Scrap dump - notes on HTML
Mar. 10th, 2012 11:53 amOld notes from when I was trying to design my own next version of HTML:
1. Different tag types increase the complexity of writing a parser.
The language has more unique branches than would be most elegant. We have <html> tags and <!--comment--> tags and <!CDATA[[ ]]> tags and <!DOCTYPE> and more. They all have different parsing and closing rules.
Possible resolutions, and why they are bad solutions:
- Yeah, so?
- The complexity makes it harder for developers to write parsers.
- Make all the special stuff use one of the <! > formats
- Breaks backwards compatibility.
- Make everything use <html> tag format.
- Breaks backwards compatitility.
- All the special tag types can be seen as meta instructions, but this triggers the next problem.
2. Contents of future meta tags will be displayed by old browsers
Imagine the creation of a new tag <foobar/> which is an instruction to the browser to do something, but is not meant to be data. Old browsers will treat the tag as data and display its contents. This will annoy users and authors.
Consider the current practice of placing <script> in the body, and imagine a browser that does not know what to do with <script>.
Possible resolutions, and why they are bad solutions:
- Use <! > for all metadata tags.
- Wrong context. These are currently instructions to the lexer, not the renderer.
- Breaks backwards compatibility.
- Establish a tag type hierarchy and an inheritance language, and expect
authors to define the next HTML version's meta tags as descendant from the
meta tag.
- Every HTML7 page would be expected to include these redundant definitions for backwards compatibility, making for a waste of bandwidth.
- Force all metadata tags to go in the <head> section.
- Ideally, metadata should be applicable to any scope and any tag should be able to be its own scope for metadata instructions.
3. Collision between anonymous self-closing tags and anonymous closing tags
If anonymous (nameless) tags are allowed in a future version of the language, the structure </> can be read in one of two ways:
- A self-closing tag that has no name
- The closing tag for an earlier opening tag, with the name omitted.
Consider this example:
< attr=value>
< /> <!-- Is this a closing tag or a blank tag inside the anonymous tag? -->
< /> <!-- Does this close the first tag or produce a second tag after it? -->
Possible resolutions, and why they are bad solutions:
- Forbid anonymous opening tags (require names for all tags)
- I can't think of a bad reason for this other than that it would scuttle one of my ideas for changing the language.
- Forbid anonymous closing tags
- Anonymous tags now cannot be closed.
- Forbid empty anonymous tags
- Adds some complexity to writers.
- Potential to cause unexpected behavior if a tag dynamically becomes anonymous and empty.
- Inconsistent with rest of language.
- Authors will use </> regardless.
- Inconsistent with rest of language.
- Breaks backwards compatibility.
- Does not address the problem
HTML5 eliminates this problem by outlawing self-closing tags.
4. CDATA ]] versus Javascript
CDATA blocks end at ]] which is a common character pair in Javascript and any other scripting language that uses [] for array dereferences.

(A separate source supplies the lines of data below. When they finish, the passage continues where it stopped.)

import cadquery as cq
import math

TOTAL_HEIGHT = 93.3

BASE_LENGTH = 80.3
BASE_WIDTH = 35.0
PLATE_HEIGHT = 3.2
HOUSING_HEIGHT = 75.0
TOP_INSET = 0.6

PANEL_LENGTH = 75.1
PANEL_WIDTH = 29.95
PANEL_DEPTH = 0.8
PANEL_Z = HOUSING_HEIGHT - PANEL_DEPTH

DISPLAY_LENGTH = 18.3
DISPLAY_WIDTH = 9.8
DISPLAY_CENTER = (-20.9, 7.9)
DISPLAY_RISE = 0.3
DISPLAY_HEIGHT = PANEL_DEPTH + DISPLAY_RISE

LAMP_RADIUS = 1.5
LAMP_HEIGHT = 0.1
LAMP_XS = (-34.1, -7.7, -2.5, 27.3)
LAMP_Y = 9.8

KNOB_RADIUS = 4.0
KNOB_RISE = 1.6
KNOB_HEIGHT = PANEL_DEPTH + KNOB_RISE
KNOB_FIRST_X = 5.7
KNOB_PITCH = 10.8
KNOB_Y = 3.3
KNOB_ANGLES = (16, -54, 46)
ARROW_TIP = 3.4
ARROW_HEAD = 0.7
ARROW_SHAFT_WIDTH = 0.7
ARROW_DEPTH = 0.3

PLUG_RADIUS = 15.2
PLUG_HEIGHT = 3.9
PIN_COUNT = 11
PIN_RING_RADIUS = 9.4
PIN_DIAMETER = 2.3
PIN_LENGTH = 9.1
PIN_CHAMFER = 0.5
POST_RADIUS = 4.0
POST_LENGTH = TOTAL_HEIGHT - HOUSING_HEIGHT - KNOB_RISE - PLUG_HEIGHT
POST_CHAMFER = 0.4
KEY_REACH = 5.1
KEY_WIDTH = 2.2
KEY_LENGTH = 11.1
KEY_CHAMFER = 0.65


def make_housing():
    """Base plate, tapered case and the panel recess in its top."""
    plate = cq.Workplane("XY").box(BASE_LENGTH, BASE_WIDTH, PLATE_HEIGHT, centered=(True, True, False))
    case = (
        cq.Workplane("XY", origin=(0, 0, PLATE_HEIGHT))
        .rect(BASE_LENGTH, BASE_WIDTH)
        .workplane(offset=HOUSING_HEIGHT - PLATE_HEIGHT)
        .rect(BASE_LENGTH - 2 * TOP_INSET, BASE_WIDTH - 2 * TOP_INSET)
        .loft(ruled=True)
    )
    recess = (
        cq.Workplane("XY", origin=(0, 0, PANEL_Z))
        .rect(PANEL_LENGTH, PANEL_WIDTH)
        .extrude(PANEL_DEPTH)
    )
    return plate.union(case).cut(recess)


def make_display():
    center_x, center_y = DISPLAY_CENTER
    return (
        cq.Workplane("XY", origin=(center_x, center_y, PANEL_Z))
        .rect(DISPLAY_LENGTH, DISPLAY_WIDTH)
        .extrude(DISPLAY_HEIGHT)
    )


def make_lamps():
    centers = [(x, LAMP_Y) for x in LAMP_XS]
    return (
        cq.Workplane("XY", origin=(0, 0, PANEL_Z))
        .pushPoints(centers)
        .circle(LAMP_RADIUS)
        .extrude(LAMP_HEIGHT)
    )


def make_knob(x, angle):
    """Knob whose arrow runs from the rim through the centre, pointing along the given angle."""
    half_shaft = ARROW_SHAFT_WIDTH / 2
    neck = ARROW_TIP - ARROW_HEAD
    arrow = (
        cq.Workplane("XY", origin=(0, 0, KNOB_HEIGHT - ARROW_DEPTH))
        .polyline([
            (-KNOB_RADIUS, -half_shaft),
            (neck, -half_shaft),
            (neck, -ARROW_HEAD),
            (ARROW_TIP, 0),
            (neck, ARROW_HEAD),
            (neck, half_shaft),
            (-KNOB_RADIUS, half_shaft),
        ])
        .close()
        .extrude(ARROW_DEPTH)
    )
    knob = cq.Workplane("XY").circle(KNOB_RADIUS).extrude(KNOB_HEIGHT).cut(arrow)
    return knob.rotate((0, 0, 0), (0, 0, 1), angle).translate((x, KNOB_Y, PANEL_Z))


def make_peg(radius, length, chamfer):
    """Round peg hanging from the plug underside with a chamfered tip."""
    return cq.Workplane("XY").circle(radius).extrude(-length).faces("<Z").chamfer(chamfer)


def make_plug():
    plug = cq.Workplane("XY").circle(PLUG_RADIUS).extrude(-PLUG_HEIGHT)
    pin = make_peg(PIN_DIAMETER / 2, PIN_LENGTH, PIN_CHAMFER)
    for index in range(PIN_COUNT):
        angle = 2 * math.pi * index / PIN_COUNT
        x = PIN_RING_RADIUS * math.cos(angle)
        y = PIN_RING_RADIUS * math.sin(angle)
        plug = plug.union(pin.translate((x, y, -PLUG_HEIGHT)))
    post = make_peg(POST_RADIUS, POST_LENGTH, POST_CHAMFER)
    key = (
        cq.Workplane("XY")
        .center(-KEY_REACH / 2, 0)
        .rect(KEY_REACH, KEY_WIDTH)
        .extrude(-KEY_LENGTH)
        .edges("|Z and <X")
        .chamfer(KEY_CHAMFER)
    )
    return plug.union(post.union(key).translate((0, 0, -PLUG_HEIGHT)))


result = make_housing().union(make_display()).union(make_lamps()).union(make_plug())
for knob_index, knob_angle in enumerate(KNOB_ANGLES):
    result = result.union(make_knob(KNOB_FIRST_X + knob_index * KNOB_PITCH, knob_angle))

Possible resolutions, and why they are bad solutions:
- Point and laugh at all the Javascript programmers.
- Does not fix the problem.
- Use a different end-of-scope token.
- Breaks backwards compatibility.
- Arbitrary contents will trigger the same problem.
Some of the changes that I would make to HTML:
- Make comments nest.
- Make line breaks a character &br; rather than a tag <br>.
- Separate lexing and parsing to allow parsing to be done in parallel. In English, the lexer should not need to know the name of the tag it is inside to recognize when the tag ends. In practice, this would mean using an XML-like strict syntax rather than HTML5's developer-friendly error-tolerant attitude. Browser developers could always choose to use a more lenient syntax and web servers could automatically tidy html code before sending it. In general, the language syntax should be completely separate from the concept of what the tags are meant to represent.
- Any tag should be able to have a src attribute. This will end the web-breaking Javascript circus act that "HTML5" sites do to cache data locally and reduce server processing time. To optimize traffic flows, the HTTP spec can be modified to send timestamps for attached files in a HEAD response and to send multiple files in response to GET.
- Allow tag inheritance through an "aka" attribute:
<p attr="value" aka="fred" />
<fred>This is a paragraph with predefined attributes</fred> - CSS should be considered a language for mass-assigning attributes to HTML tags. The styles should be considered official attribute sets. Some of the deprecated style tags should be brought back as tags that are guaranteed to have certain style attributes set to standards.
- Canvas should be an optional plugin with its own standard scripting interface. Browsers should not be required by the HTML spec to support it.